Materials provided: Begin

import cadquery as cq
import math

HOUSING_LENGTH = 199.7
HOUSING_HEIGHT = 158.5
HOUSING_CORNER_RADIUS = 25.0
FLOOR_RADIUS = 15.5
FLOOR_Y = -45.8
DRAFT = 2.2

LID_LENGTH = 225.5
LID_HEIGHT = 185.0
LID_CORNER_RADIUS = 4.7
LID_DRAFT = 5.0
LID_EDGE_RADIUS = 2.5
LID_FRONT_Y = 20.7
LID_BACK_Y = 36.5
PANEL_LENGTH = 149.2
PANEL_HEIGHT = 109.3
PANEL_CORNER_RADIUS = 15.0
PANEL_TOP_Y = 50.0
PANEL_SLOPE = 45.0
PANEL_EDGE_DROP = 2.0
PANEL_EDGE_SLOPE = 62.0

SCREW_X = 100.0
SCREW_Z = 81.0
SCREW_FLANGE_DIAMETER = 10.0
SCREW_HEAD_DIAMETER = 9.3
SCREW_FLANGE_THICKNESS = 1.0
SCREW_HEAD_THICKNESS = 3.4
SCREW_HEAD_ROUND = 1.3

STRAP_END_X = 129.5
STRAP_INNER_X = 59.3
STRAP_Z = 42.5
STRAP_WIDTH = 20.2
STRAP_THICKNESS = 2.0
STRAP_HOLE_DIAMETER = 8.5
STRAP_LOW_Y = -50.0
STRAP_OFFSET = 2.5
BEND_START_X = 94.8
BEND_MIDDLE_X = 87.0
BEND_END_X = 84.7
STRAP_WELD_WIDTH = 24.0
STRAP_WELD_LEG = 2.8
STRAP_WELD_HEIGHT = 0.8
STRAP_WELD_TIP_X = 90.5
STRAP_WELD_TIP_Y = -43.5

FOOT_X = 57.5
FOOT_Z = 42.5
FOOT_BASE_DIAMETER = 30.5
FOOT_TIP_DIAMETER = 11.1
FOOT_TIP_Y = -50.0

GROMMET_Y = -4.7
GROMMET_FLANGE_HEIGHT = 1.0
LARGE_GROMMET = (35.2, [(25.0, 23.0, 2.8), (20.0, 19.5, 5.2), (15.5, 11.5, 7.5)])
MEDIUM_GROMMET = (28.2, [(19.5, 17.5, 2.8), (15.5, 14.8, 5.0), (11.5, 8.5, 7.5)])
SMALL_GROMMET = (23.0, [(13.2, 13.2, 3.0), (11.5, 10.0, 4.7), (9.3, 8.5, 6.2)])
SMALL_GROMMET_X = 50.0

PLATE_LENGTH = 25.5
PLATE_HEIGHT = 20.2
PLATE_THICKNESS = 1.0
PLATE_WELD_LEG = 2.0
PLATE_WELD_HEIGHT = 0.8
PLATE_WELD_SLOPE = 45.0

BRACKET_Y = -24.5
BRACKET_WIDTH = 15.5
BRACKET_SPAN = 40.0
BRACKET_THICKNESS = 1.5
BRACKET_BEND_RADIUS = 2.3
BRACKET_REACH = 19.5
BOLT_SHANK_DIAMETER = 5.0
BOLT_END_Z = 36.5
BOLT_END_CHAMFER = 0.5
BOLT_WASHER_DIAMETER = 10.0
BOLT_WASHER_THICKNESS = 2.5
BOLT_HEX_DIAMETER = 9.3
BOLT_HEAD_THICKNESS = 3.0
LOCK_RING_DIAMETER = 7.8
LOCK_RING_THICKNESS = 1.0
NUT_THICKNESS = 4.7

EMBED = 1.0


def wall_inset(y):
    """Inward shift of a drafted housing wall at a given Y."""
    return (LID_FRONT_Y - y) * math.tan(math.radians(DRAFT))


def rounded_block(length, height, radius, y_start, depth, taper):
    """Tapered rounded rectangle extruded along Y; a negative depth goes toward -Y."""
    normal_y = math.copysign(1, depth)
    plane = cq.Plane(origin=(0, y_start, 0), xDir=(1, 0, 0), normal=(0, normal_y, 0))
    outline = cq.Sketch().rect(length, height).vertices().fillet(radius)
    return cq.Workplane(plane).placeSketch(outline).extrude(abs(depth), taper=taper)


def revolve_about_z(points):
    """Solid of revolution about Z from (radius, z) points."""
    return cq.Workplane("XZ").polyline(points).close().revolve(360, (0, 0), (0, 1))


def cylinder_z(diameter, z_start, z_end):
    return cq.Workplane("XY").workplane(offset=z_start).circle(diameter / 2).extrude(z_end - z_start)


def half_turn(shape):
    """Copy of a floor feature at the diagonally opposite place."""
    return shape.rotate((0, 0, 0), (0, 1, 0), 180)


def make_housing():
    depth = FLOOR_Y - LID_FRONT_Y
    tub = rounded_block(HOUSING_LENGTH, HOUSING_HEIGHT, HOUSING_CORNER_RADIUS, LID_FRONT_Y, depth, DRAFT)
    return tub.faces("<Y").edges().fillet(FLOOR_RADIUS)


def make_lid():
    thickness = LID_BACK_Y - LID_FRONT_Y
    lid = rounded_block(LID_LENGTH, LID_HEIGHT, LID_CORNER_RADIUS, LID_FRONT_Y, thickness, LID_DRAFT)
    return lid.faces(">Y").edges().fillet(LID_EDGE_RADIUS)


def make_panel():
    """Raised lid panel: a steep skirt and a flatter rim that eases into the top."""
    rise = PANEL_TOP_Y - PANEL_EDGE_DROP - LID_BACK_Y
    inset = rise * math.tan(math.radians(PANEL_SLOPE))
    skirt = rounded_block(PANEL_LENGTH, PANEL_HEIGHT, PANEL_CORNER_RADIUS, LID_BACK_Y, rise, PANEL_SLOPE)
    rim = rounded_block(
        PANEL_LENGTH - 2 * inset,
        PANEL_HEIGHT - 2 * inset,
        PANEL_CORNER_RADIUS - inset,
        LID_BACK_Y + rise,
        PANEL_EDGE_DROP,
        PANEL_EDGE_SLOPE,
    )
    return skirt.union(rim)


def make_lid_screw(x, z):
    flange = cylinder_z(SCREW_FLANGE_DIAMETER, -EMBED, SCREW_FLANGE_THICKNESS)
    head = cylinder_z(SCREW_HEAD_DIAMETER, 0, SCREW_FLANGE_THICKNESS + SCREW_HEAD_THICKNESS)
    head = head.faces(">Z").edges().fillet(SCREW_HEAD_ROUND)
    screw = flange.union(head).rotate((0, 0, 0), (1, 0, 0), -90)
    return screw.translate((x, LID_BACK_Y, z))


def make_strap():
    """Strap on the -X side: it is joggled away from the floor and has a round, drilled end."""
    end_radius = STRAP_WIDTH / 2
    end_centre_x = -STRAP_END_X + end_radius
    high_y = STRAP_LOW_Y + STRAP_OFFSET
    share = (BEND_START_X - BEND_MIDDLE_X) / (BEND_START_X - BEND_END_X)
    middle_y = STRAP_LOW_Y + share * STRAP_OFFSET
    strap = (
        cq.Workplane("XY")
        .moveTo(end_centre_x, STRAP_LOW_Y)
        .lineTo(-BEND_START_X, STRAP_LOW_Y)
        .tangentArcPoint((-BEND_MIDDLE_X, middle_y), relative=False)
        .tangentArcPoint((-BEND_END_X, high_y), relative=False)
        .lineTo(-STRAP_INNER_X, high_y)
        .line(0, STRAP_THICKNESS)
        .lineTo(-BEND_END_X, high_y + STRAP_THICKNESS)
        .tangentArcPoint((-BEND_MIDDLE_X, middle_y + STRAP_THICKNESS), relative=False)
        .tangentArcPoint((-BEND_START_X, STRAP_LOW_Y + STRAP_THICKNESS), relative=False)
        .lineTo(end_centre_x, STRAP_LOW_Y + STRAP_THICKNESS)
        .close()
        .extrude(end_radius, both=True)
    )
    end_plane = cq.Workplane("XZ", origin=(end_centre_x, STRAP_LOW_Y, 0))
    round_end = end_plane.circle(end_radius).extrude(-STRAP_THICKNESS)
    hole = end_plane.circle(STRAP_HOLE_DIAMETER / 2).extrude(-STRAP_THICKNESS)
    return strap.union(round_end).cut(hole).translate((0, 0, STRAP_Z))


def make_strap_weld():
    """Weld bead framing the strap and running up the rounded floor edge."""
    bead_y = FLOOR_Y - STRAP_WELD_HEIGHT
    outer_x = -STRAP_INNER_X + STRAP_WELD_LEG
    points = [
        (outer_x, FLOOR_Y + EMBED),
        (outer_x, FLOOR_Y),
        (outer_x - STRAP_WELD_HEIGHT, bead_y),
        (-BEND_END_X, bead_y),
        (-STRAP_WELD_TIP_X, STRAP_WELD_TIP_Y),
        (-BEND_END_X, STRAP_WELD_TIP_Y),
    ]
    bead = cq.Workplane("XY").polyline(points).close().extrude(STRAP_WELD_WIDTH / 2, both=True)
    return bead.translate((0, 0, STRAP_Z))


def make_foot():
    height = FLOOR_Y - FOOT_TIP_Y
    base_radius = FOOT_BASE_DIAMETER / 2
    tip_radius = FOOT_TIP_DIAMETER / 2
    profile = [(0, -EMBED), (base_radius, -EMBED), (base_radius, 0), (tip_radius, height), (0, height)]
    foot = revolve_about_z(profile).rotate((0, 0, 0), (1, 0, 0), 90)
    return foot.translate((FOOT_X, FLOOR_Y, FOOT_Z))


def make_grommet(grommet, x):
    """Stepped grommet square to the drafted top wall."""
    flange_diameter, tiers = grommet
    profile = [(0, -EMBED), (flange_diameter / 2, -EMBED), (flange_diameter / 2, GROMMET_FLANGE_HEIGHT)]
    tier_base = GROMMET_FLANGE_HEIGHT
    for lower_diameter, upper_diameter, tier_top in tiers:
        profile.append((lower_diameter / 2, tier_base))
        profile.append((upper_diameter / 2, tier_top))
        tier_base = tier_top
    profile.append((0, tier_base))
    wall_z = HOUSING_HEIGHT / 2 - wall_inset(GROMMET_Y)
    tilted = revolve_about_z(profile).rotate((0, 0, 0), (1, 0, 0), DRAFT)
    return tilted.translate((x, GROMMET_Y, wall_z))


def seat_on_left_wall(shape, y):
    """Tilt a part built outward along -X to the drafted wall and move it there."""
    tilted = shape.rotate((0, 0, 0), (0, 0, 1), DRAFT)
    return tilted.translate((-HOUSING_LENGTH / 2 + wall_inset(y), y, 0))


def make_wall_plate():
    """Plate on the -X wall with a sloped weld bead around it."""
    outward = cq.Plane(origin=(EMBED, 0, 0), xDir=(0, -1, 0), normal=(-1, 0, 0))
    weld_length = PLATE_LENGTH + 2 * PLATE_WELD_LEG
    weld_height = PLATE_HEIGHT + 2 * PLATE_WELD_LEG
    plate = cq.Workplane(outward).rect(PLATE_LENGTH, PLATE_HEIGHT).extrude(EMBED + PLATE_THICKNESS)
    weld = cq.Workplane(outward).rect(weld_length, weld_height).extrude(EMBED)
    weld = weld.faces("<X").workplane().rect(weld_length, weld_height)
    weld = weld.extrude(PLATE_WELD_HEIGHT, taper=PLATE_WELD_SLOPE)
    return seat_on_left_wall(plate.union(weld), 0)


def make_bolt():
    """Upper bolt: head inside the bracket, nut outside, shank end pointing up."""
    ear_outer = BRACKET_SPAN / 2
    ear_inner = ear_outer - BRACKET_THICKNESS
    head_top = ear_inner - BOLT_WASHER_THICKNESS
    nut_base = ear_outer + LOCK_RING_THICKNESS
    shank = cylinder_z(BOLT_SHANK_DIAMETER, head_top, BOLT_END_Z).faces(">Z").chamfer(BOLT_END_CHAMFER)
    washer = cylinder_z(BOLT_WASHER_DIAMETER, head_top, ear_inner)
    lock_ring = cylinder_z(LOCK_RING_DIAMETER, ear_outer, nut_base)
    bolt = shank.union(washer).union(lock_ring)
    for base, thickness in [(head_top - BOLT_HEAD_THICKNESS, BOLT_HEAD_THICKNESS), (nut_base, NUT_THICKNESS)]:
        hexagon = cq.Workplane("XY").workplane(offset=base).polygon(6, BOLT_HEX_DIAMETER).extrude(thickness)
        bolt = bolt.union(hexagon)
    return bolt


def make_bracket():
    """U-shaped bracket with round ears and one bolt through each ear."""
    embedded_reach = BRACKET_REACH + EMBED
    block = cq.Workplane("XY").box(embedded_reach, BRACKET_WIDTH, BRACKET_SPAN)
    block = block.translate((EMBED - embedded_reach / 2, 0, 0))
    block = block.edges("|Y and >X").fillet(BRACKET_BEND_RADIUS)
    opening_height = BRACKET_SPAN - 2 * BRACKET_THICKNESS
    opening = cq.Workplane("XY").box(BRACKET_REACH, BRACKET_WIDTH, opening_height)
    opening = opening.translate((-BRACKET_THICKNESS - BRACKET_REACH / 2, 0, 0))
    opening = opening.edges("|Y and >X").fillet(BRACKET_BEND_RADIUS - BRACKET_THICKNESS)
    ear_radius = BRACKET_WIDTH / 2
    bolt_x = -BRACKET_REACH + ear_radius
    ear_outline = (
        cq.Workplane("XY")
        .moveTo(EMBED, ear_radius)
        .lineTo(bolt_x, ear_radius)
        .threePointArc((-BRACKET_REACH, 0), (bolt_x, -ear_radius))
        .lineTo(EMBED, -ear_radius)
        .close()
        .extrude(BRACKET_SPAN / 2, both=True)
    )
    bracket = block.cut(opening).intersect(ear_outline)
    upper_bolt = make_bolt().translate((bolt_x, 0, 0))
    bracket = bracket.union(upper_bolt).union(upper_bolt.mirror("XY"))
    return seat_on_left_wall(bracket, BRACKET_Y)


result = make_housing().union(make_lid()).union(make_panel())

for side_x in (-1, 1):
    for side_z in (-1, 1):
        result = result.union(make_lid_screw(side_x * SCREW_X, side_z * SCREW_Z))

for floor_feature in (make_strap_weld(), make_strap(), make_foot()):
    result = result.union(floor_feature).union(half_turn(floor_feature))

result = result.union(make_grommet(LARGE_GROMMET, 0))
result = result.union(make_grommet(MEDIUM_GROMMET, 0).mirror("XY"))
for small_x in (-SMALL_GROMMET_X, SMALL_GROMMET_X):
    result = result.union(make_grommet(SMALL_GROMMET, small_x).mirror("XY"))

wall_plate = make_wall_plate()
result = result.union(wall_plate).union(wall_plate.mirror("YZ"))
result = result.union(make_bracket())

Materials provided: End

Exercise details. Please copy, exactly as written, every line in the listing above from the line with "PANEL_TOP_Y = 50.0" up to and including the line with "normal_y = math.copysign(1, depth)".

Solution for this exercise.
PANEL_TOP_Y = 50.0
PANEL_SLOPE = 45.0
PANEL_EDGE_DROP = 2.0
PANEL_EDGE_SLOPE = 62.0

SCREW_X = 100.0
SCREW_Z = 81.0
SCREW_FLANGE_DIAMETER = 10.0
SCREW_HEAD_DIAMETER = 9.3
SCREW_FLANGE_THICKNESS = 1.0
SCREW_HEAD_THICKNESS = 3.4
SCREW_HEAD_ROUND = 1.3

STRAP_END_X = 129.5
STRAP_INNER_X = 59.3
STRAP_Z = 42.5
STRAP_WIDTH = 20.2
STRAP_THICKNESS = 2.0
STRAP_HOLE_DIAMETER = 8.5
STRAP_LOW_Y = -50.0
STRAP_OFFSET = 2.5
BEND_START_X = 94.8
BEND_MIDDLE_X = 87.0
BEND_END_X = 84.7
STRAP_WELD_WIDTH = 24.0
STRAP_WELD_LEG = 2.8
STRAP_WELD_HEIGHT = 0.8
STRAP_WELD_TIP_X = 90.5
STRAP_WELD_TIP_Y = -43.5

FOOT_X = 57.5
FOOT_Z = 42.5
FOOT_BASE_DIAMETER = 30.5
FOOT_TIP_DIAMETER = 11.1
FOOT_TIP_Y = -50.0

GROMMET_Y = -4.7
GROMMET_FLANGE_HEIGHT = 1.0
LARGE_GROMMET = (35.2, [(25.0, 23.0, 2.8), (20.0, 19.5, 5.2), (15.5, 11.5, 7.5)])
MEDIUM_GROMMET = (28.2, [(19.5, 17.5, 2.8), (15.5, 14.8, 5.0), (11.5, 8.5, 7.5)])
SMALL_GROMMET = (23.0, [(13.2, 13.2, 3.0), (11.5, 10.0, 4.7), (9.3, 8.5, 6.2)])
SMALL_GROMMET_X = 50.0

PLATE_LENGTH = 25.5
PLATE_HEIGHT = 20.2
PLATE_THICKNESS = 1.0
PLATE_WELD_LEG = 2.0
PLATE_WELD_HEIGHT = 0.8
PLATE_WELD_SLOPE = 45.0

BRACKET_Y = -24.5
BRACKET_WIDTH = 15.5
BRACKET_SPAN = 40.0
BRACKET_THICKNESS = 1.5
BRACKET_BEND_RADIUS = 2.3
BRACKET_REACH = 19.5
BOLT_SHANK_DIAMETER = 5.0
BOLT_END_Z = 36.5
BOLT_END_CHAMFER = 0.5
BOLT_WASHER_DIAMETER = 10.0
BOLT_WASHER_THICKNESS = 2.5
BOLT_HEX_DIAMETER = 9.3
BOLT_HEAD_THICKNESS = 3.0
LOCK_RING_DIAMETER = 7.8
LOCK_RING_THICKNESS = 1.0
NUT_THICKNESS = 4.7

EMBED = 1.0


def wall_inset(y):
    """Inward shift of a drafted housing wall at a given Y."""
    return (LID_FRONT_Y - y) * math.tan(math.radians(DRAFT))


def rounded_block(length, height, radius, y_start, depth, taper):
    """Tapered rounded rectangle extruded along Y; a negative depth goes toward -Y."""
    normal_y = math.copysign(1, depth)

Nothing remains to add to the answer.